The routine blood count is widely available and inexpensive to perform. In conjunction with microcytosis, different erythrocyte indices have been used with variable success to differentiate between IDA and haemoglobinopathies [4]. None is entirely satisfactory in that aspect [5–7]. Most of these studies have been carried out in populations with either a low risk of haemoglobinopathies (such as in some industrialized countries) or a high prevalence of beta-thalassaemia haemoglobinopathies (in developing countries) [10–13]. As with any investigation with a known sensitivity and specificity, the predictive value (positive or negative) varies according to the prevalence of the condition in a particular population, and it is important to validate the value of these indices in a population such as ours where there is a high incidence of AT haemoglobinopathies. Because the focus of this study was to differentiate IDA from AT haemoglobinopathy, we deliberately excluded children with haemoglobinopathies who had a coexistent iron deficiency, in order to avoid a “contamination” effect in interpreting the results. We cannot therefore comment on the value of these indices or extrapolate the study findings to children who have such a combination.

An ideal screening test would have a sensitivity of 100% with a specificity of 100%, while a totally useless one would have 0% sensitivity and specificity.

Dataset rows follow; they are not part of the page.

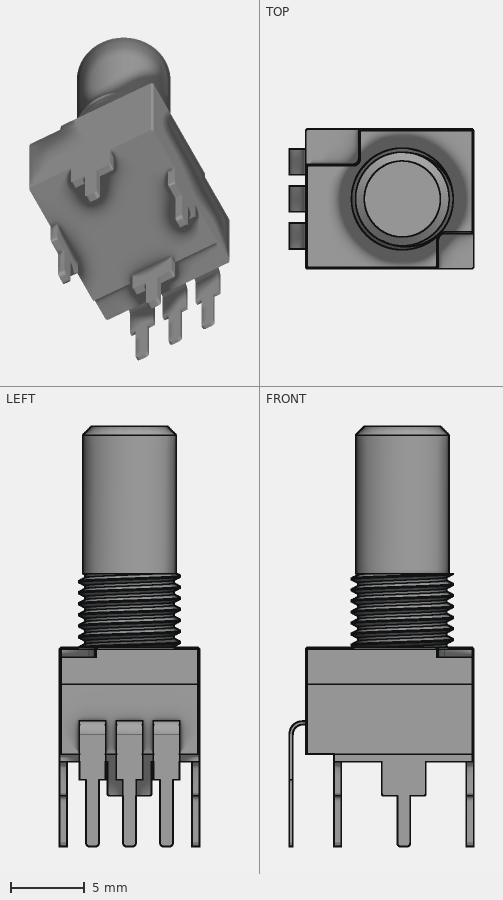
import cadquery as cq


CASE_LENGTH = 11.4
CASE_WIDTH = 9.5
CASE_RIGHT = 4.85
CASE_LEFT = CASE_RIGHT - CASE_LENGTH
CASE_BACK = CASE_WIDTH / 2
CASE_FRONT = -CASE_WIDTH / 2
HOUSING_HEIGHT = 4.73
COVER_HEIGHT = 2.5
EDGE_CHAMFER = 0.1

RECESS_DEPTH = 0.68
RECESS_SIDE = 2.4
RECESS_LONG_SIDE = 3.6
RECESS_FILLET = 0.4

BUSHING_LENGTH = 5.0
THREAD_ROOT_DIAMETER = 6.05
THREAD_CREST_DIAMETER = 6.9
THREAD_TURNS = 20 / 3
THREAD_PITCH = BUSHING_LENGTH / THREAD_TURNS
THREAD_BASE_WIDTH = 0.55
THREAD_CREST_WIDTH = 0.095
THREAD_START = 0.97
RIDGE_TURNS = 10
THREAD_EMBED = 0.09

SHAFT_DIAMETER = 6.35
SHAFT_LENGTH = 10.0
SHAFT_CHAMFER = 0.6

PIN_LENGTH = 5.75
PLATE_THICKNESS = 0.5
PLATE_SIDE = CASE_WIDTH
PLATE_CENTER_X = CASE_RIGHT - PLATE_SIDE / 2
LEG_WIDTH = 3.0
LEG_SHOULDER_Z = 3.45
LEG_SHOULDER_FILLET = 0.15

TERMINAL_COUNT = 3
TERMINAL_SPACING = 2.5
TERMINAL_WIDTH = 1.77
TERMINAL_THICKNESS = 0.25
TERMINAL_REACH = 1.1
TERMINAL_TOP_Z = 8.52
TERMINAL_BEND_RADIUS = 0.9
TERMINAL_SHOULDER_Z = 4.53

PIN_WIDTH = 0.88
PIN_TIP_FILLET = 0.25

HOUSING_BOTTOM = PIN_LENGTH + PLATE_THICKNESS
COVER_BOTTOM = HOUSING_BOTTOM + HOUSING_HEIGHT
BUSHING_BOTTOM = COVER_BOTTOM + COVER_HEIGHT
SHAFT_BOTTOM = BUSHING_BOTTOM + BUSHING_LENGTH


def case_block(bottom, height):
    """Block with the plan of the case and chamfered upright edges."""
    return (
        cq.Workplane("XY", origin=(CASE_RIGHT - CASE_LENGTH / 2, 0, bottom))
        .rect(CASE_LENGTH, CASE_WIDTH)
        .extrude(height)
        .edges("|Z")
        .chamfer(EDGE_CHAMFER)
    )


def make_housing():
    return case_block(HOUSING_BOTTOM, HOUSING_HEIGHT)


def make_cover():
    """Cover with a raised pad that leaves two opposite corners free."""
    base_height = COVER_HEIGHT - RECESS_DEPTH
    pad_bottom = COVER_BOTTOM + base_height
    left_corner = (CASE_LEFT + RECESS_LONG_SIDE, CASE_BACK - RECESS_SIDE)
    right_corner = (CASE_RIGHT - RECESS_SIDE, CASE_FRONT + RECESS_SIDE)
    pad = (
        cq.Workplane("XY", origin=(0, 0, pad_bottom))
        .moveTo(CASE_LEFT, CASE_FRONT)
        .lineTo(right_corner[0], CASE_FRONT)
        .lineTo(*right_corner)
        .lineTo(CASE_RIGHT, right_corner[1])
        .lineTo(CASE_RIGHT, CASE_BACK)
        .lineTo(left_corner[0], CASE_BACK)
        .lineTo(*left_corner)
        .lineTo(CASE_LEFT, left_corner[1])
        .close()
        .extrude(RECESS_DEPTH)
    )
    for corner in (left_corner, right_corner):
        inner_edge = cq.NearestToPointSelector((*corner, pad_bottom + RECESS_DEPTH / 2))
        pad = pad.edges("|Z").edges(inner_edge).fillet(RECESS_FILLET)
    pad = pad.edges("|Z").edges("<X or >X or <Y or >Y").chamfer(EDGE_CHAMFER)
    pad = pad.faces(">Z").edges().chamfer(EDGE_CHAMFER)
    return case_block(COVER_BOTTOM, base_height).union(pad)


def make_bushing():
    """Core cylinder with a right-hand thread, trimmed flat at both ends."""
    root = THREAD_ROOT_DIAMETER / 2
    crest = THREAD_CREST_DIAMETER / 2
    half_base = THREAD_BASE_WIDTH / 2
    half_crest = THREAD_CREST_WIDTH / 2
    half_foot = half_base + THREAD_EMBED * (half_base - half_crest) / (crest - root)
    start_z = BUSHING_BOTTOM - THREAD_START
    helix = cq.Wire.makeHelix(
        THREAD_PITCH, THREAD_PITCH * RIDGE_TURNS, root, center=cq.Vector(0, 0, start_z)
    )
    ridge = (
        cq.Workplane("XZ")
        .polyline([
            (root - THREAD_EMBED, start_z - half_foot),
            (crest, start_z - half_crest),
            (crest, start_z + half_crest),
            (root - THREAD_EMBED, start_z + half_foot),
        ])
        .close()
        .sweep(cq.Workplane(helix), isFrenet=True)
    )
    foot = cq.Workplane("XY", origin=(0, 0, BUSHING_BOTTOM))
    core = foot.circle(root).extrude(BUSHING_LENGTH)
    envelope = foot.circle(THREAD_CREST_DIAMETER).extrude(BUSHING_LENGTH)
    return core.union(ridge.intersect(envelope))


def make_shaft():
    return (
        cq.Workplane("XY", origin=(0, 0, SHAFT_BOTTOM))
        .circle(SHAFT_DIAMETER / 2)
        .extrude(SHAFT_LENGTH)
        .faces(">Z")
        .chamfer(SHAFT_CHAMFER)
    )


def stepped_pin(width, shoulder_z, top_z, thickness):
    """Wide upper and narrow lower part of a flat pin along Z, with rounded tip corners."""
    upper = (
        cq.Workplane("XY", origin=(0, 0, shoulder_z))
        .rect(width, thickness)
        .extrude(top_z - shoulder_z)
    )
    lower = (
        cq.Workplane("XY")
        .rect(PIN_WIDTH, thickness)
        .extrude(shoulder_z)
        .faces("<Z")
        .edges("|Y")
        .fillet(PIN_TIP_FILLET)
    )
    return upper, lower


def make_leg():
    """One bracket leg, centred on the Z axis."""
    upper, lower = stepped_pin(LEG_WIDTH, LEG_SHOULDER_Z, PIN_LENGTH, PLATE_THICKNESS)
    return upper.faces("<Z").edges("|Y").fillet(LEG_SHOULDER_FILLET).union(lower)


def make_bracket():
    bracket = (
        cq.Workplane("XY", origin=(0, 0, PIN_LENGTH))
        .rect(PLATE_SIDE, PLATE_SIDE)
        .extrude(PLATE_THICKNESS)
        .edges("|Z and >X")
        .chamfer(EDGE_CHAMFER)
    )
    leg = make_leg().translate((0, (PLATE_THICKNESS - PLATE_SIDE) / 2, 0))
    for quarter_turn in range(4):
        bracket = bracket.union(leg.rotate((0, 0, 0), (0, 0, 1), 90 * quarter_turn))
    return bracket.translate((PLATE_CENTER_X, 0, 0))


def make_terminal(y):
    """Terminal that leaves the -X wall, bends down and narrows at its shoulder."""
    outer_x = CASE_LEFT - TERMINAL_REACH
    bend_x = outer_x + TERMINAL_BEND_RADIUS
    bend_z = TERMINAL_TOP_Z - TERMINAL_BEND_RADIUS
    inner_radius = TERMINAL_BEND_RADIUS - TERMINAL_THICKNESS
    bend = (
        cq.Workplane("XZ", origin=(0, y, 0))
        .moveTo(CASE_LEFT, TERMINAL_TOP_Z)
        .lineTo(bend_x, TERMINAL_TOP_Z)
        .radiusArc((outer_x, bend_z), -TERMINAL_BEND_RADIUS)
        .lineTo(outer_x + TERMINAL_THICKNESS, bend_z)
        .radiusArc((bend_x, bend_z + inner_radius), inner_radius)
        .lineTo(CASE_LEFT, bend_z + inner_radius)
        .close()
        .extrude(TERMINAL_WIDTH / 2, both=True)
    )
    upper, lower = stepped_pin(TERMINAL_WIDTH, TERMINAL_SHOULDER_Z, bend_z, TERMINAL_THICKNESS)
    pin = upper.union(lower).rotate((0, 0, 0), (0, 0, 1), 90)
    return bend.union(pin.translate((outer_x + TERMINAL_THICKNESS / 2, y, 0)))


housing = make_housing()
cover = make_cover()
bushing = make_bushing()
shaft = make_shaft()
bracket = make_bracket()
terminals = [
    make_terminal((index - (TERMINAL_COUNT - 1) / 2) * TERMINAL_SPACING)
    for index in range(TERMINAL_COUNT)
]

result = cq.Compound.makeCompound([
    housing.val(),
    cover.val(),
    bushing.val(),
    shaft.val(),
    bracket.val(),
    *[terminal.val() for terminal in terminals],
])

In reality, each test has an intermediate value for sensitivity and for specificity, with a high value for one being often associated with a lower value for the other measurement. A test with a very high sensitivity is desirable to diagnose conditions we do not wish to miss, while a test with a high specificity is required when expensive or invasive confirmatory investigations are required for positive cases. For the current study, neither of these requirements was a necessity; we were only interested in investigations with the combined maximum values for sensitivity and specificity, as they correctly identify the highest proportion of children evaluated. The Youden index takes into account both the sensitivity and specificity of a test and correlates positively with the proportion of children correctly diagnosed by that test [14,15]. Using the Youden index, we found that a Green–King index > 65 (which correctly identified 75.3% of children) and a RDW > 14% (which correctly identified 57.8% of children) were the best indices to differentiate between IDA and AT.

A previous study, from Turkey, looked at the value of erythrocyte indices to differentiate between IDA and beta-thalassaemia trait, and also used the Youden index [16]. Contrary to our results, they found that RBC count and RDW were the most discriminatory for that purpose. The differences can be explained by the difference in study design. Beta-thalassaemia trait was the only haemoglobinopathy they tested for (constituting 41% of all cases with microcytosis) and the prevalence of IDA was 58.7%. By contrast, in our study, the prevalence of IDA was much lower (21.2%) and the prevalence of haemoglobinopathies much higher (78.8%), confirming previous studies in our population. [1–3]. In addition, unlike the study from Turkey where children with haemoglobin level < 8.7 g/dL were excluded, we did not use a specific haemoglobin level as a threshold for exclusion.


In our population with a high prevalence of AT haemoglobinopathies, a Green–King index > 65 and a RDW > 14% were the best indices to diagnose IDA versus AT in children with microcytosis and/or hypochromia.